Every time you read about Vikings in Canada and Greenland then not staying, think about the fact that the global warming we've been experiencing for the past 100+ years (the Current Warm Period) is part of a normal mini-cycle of warming (last one was the Medieval Warm Period) and cooling (before that it was the Dark Ages), that itself is part of a larger cycle of warming and cooling (real Ice Ages and Fire Ages before mankind).
When Erik the Red discovered Greenland and the Vikings made settlements there, it was during the Medieval Warm Period. His son, Leif Erikson explored west of there and to modern day Canada (although the jury is still out on if they settled there or just made a few trips for exploring and gathering timber). Then the Little Ice Age came and made Greenland and Newfoundland inhospitable.
The only difference between the Current Warm Period and prior warm periods like the Medieval Warm Period and the Roman Warm Period (the time of Christ) is that only in the Current Warm Period do we have a political class complaining about it. I promise you that everybody who lived during the cooling periods and experienced centuries lower crop rates, less predictable rains, and higher plague rates would gladly swap climates with any of us in the Current Warm Period.
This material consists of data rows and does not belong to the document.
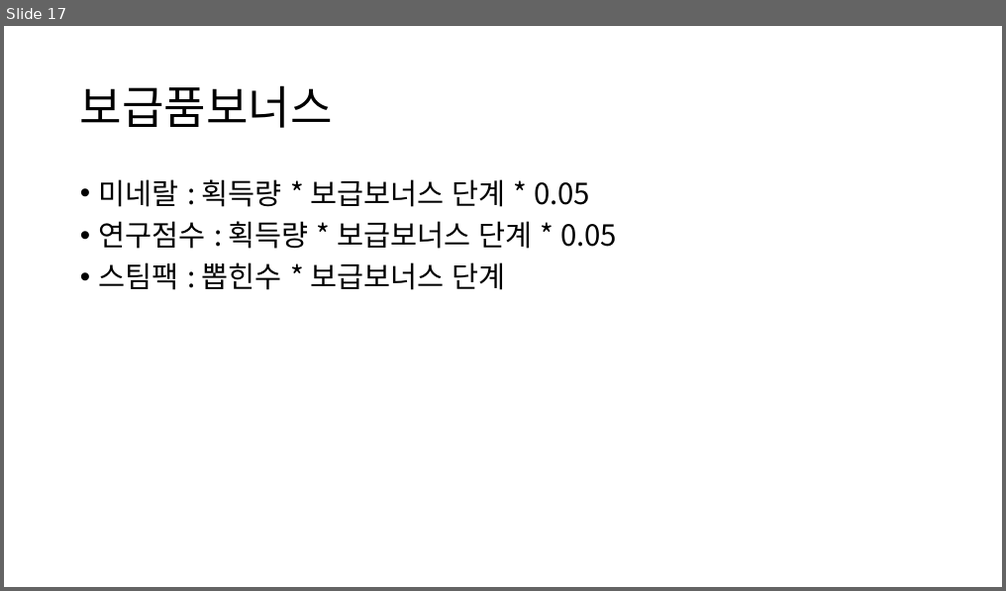
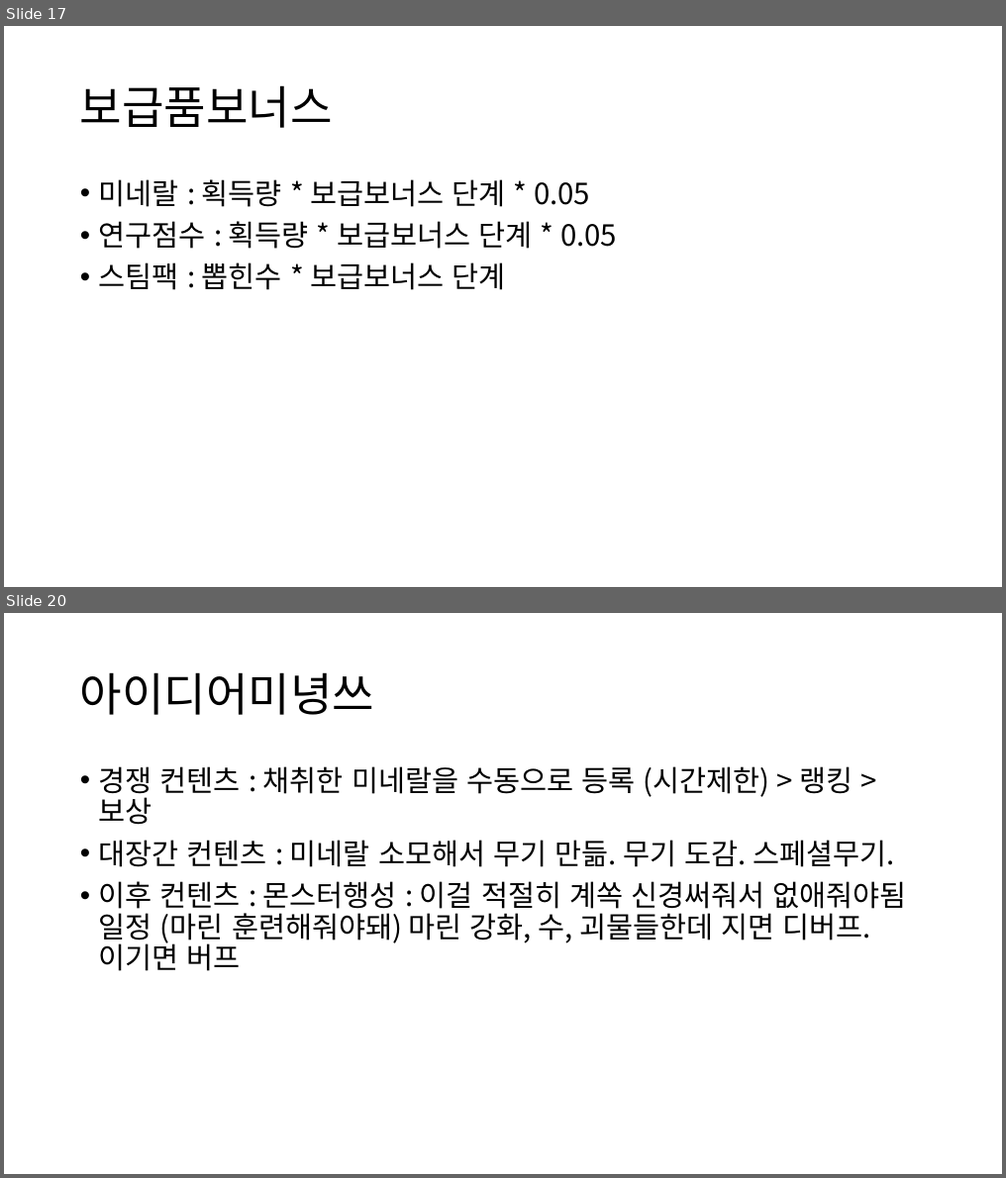
Before and after one commit to SungMinseok/IdleTerran1, a slide deck: SCV 24 기획안.pptx. Shown one above the other, each under a label of ours: slide 17 before the commit, slides 17 and 20 after it; the slides between them are not shown. The pictures are 1006x591 and 1006x1178 pixels, drawn with LibreOffice and Linux fonts; fonts in the diff are those of the drawing. Boxes give left, top, right and bottom in pixels: in the first picture for what was removed or moved away, otherwise in the second. Text is boxed around its words. In the diff, an @@ line names an element or a change of style, - is before the commit and + after.

```diff
--- a/SCV 24 기획안.pptx
+++ b/SCV 24 기획안.pptx
@@ slide 20 added at box(4, 613, 1002, 1174), background #FFFFFF @@
@@ title added at box(80, 672, 374, 715), 44 pt, text #000000 @@
+아이디어미녕쓰
@@ text added at box(99, 766, 907, 971), 28 pt, text #000000 @@
+• 경쟁 컨텐츠 : 채취한 미네랄을 수동으로 등록 (시간제한) > 랭킹 > 보상
+• 대장간 컨텐츠 : 미네랄 소모해서 무기 만듦. 무기 도감. 스페셜무기.
+• 이후 컨텐츠 : 몬스터행성 : 이걸 적절히 계쏙 신경써줘서 없애줘야됨 일정 (마린 훈련해줘야돼) 마린 강화, 수, 괴물들한데 지면 디버프. 이기면 버프
```
Also in this commit, not shown: 1 slide changed, 3 other slides added, 22 other files.

Sweden is the reason why there’s blonde hair blue eyed Russians today. They operated from the Baltic to the Volga and essentially had a hand in creating “Rus” Russian identity. It was a massive trade route they operated for hundreds of years even prior to the Viking raids.
No kidding. What about the Buccaneers?
Columbus discovered America FOR THE LAST TIME. And that is why he was important. Before him, Europeans visited. And forgot.
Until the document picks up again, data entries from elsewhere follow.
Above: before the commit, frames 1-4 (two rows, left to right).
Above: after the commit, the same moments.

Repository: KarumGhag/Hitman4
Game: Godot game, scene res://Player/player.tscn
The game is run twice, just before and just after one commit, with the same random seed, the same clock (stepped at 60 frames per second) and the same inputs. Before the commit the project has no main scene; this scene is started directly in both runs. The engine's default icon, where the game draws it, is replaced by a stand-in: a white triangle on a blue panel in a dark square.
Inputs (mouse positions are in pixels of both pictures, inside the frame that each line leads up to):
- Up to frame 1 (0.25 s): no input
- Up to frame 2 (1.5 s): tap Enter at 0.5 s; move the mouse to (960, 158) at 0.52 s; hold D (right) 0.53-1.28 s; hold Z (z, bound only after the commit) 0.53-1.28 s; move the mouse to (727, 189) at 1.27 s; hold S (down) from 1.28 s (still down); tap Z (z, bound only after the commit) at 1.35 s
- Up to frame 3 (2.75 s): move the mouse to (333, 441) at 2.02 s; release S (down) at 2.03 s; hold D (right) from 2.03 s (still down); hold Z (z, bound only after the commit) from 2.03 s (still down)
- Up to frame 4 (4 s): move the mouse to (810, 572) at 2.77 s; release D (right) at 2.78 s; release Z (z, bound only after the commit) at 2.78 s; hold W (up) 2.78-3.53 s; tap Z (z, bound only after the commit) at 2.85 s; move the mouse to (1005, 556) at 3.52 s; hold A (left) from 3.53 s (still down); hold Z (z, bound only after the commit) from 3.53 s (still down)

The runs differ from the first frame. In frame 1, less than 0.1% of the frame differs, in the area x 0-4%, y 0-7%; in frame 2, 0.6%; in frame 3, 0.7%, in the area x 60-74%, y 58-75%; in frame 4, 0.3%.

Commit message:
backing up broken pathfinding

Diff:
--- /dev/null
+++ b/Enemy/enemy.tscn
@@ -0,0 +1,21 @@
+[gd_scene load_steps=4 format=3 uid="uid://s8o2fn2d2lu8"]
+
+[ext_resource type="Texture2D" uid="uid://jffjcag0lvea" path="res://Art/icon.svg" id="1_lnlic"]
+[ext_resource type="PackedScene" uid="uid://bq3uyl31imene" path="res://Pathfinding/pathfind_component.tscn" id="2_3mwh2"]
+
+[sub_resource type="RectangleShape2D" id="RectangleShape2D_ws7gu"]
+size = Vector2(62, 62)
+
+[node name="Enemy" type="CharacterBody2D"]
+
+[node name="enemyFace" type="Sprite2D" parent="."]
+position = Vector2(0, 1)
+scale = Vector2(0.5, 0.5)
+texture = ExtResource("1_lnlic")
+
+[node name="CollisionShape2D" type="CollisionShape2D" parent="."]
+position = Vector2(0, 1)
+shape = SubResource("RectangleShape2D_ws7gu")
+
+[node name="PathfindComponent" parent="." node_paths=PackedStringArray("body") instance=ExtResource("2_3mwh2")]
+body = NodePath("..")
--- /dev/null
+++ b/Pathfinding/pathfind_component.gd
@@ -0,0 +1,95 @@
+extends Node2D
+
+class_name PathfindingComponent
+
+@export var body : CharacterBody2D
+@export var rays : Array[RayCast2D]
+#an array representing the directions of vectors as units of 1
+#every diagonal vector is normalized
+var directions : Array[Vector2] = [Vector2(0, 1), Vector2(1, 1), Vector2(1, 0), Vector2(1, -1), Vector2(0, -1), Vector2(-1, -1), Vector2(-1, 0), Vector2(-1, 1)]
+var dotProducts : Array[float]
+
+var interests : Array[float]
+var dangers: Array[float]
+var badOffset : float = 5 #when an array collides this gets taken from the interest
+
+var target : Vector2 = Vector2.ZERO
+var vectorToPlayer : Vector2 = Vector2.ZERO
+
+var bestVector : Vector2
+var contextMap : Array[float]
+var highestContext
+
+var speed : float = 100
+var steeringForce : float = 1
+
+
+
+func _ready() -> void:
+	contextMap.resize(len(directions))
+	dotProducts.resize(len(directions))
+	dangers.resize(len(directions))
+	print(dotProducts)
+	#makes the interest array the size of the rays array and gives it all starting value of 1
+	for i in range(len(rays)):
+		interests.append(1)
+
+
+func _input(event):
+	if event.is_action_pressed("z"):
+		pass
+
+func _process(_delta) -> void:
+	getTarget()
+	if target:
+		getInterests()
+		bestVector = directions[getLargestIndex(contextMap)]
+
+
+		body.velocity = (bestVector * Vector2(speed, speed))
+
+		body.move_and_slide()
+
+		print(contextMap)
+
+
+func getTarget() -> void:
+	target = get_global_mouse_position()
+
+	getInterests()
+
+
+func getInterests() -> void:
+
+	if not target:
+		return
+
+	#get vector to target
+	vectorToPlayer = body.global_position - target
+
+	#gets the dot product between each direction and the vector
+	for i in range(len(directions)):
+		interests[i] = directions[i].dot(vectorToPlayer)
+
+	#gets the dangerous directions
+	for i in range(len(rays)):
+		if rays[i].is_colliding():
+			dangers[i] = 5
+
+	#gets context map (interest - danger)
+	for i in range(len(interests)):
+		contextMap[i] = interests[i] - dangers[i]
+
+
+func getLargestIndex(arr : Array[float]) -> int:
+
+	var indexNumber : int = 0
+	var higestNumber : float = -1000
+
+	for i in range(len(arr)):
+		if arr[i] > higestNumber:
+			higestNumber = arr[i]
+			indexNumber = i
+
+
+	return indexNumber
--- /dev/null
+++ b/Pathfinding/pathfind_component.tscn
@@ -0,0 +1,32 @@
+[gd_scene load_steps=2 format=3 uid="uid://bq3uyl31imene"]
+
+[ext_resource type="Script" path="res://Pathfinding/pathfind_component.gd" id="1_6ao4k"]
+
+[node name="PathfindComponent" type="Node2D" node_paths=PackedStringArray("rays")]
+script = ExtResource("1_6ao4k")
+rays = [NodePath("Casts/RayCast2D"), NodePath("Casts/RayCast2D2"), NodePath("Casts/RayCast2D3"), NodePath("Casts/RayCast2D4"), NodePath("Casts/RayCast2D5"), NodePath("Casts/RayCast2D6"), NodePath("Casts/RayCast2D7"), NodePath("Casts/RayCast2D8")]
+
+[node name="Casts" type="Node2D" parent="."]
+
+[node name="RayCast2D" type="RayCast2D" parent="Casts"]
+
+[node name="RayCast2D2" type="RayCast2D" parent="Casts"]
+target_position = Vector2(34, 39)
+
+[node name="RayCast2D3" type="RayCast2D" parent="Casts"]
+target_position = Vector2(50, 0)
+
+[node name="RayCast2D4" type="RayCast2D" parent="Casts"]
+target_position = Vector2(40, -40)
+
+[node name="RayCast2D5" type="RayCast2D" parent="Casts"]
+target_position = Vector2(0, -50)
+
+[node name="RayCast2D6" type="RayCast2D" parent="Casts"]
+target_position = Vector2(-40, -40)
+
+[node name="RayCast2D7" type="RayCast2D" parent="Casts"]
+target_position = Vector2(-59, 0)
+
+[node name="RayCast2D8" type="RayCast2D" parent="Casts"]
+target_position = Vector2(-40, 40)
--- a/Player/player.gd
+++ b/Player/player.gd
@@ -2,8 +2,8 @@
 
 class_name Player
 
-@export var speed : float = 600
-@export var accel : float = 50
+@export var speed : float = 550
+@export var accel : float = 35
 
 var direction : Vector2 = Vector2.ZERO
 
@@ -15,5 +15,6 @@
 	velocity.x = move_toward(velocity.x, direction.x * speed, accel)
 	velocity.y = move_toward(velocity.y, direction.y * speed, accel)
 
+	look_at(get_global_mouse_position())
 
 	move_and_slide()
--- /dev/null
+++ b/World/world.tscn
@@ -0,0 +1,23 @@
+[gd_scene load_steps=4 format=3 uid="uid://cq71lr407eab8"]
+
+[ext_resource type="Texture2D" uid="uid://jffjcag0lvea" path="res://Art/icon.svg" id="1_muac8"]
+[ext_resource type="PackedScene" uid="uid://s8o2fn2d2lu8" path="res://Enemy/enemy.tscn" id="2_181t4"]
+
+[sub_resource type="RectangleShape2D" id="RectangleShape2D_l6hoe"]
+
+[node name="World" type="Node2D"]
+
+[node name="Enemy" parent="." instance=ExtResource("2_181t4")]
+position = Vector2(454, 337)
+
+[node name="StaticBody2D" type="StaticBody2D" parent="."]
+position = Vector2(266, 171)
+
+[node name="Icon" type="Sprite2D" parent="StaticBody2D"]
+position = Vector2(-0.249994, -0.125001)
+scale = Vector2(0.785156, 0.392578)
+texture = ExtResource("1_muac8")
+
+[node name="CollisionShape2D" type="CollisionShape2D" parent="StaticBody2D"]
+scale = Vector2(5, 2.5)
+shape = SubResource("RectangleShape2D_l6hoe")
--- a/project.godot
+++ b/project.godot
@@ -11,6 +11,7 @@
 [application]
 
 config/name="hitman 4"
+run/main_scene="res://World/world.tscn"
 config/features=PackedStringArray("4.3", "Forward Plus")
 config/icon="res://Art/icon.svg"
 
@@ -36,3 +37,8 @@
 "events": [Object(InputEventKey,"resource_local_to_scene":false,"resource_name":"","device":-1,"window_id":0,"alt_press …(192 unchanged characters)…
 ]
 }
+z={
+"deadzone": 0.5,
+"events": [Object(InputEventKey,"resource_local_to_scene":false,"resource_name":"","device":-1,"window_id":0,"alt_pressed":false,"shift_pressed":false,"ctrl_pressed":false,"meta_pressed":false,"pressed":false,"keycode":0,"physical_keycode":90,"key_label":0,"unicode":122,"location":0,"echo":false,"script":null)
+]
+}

First? There were those from Beringia And possibly those ancients from Spain Portugal that used skin boats to follow the other Ice sheets the Solutrean hypothesis. (Or perhaps St Brendan of Ireland)
Wherever the Indians came from. They were First.
Fudging a bit. I’ve been to L’ans aux Meadows. Newfoundland is an island, not North America. Close, but no cigar.
Newfoundland and Greenland are both islands on the North American tectonic plate. So they discovered America in Greenland.
Concur. It is one thing to attack some agrarian/fishing coastal towns a few days ride to home and move one, versus, putting down roots thousand of miles away in the midst of a stone age people that did not like you. Heck, 100 people with current technology and poor manners would be slaughtered by thousands of stone age people who wanted you dead.
I would have never guessed that there were 1,000+ yr old trees up there.
Eric the Red and Leif Erickson ...
Damn.... why couldn’t the Vikings have visited Texas.....
But did they bring their Norwegian Forest Cats with them?
I worked in South Yorkshire, England about 25 years ago. I don’t know what language they speak there, but it sure isn’t English.
We’ll certainly not the Maine Coon Cat.
Yup. And 500 years later we had another set of Europeans with big, fast ships arriving at the Americas, this time without a little ice age but with one new element: Firearms. So Hernando Cortez took out the Aztecs with about 40 men.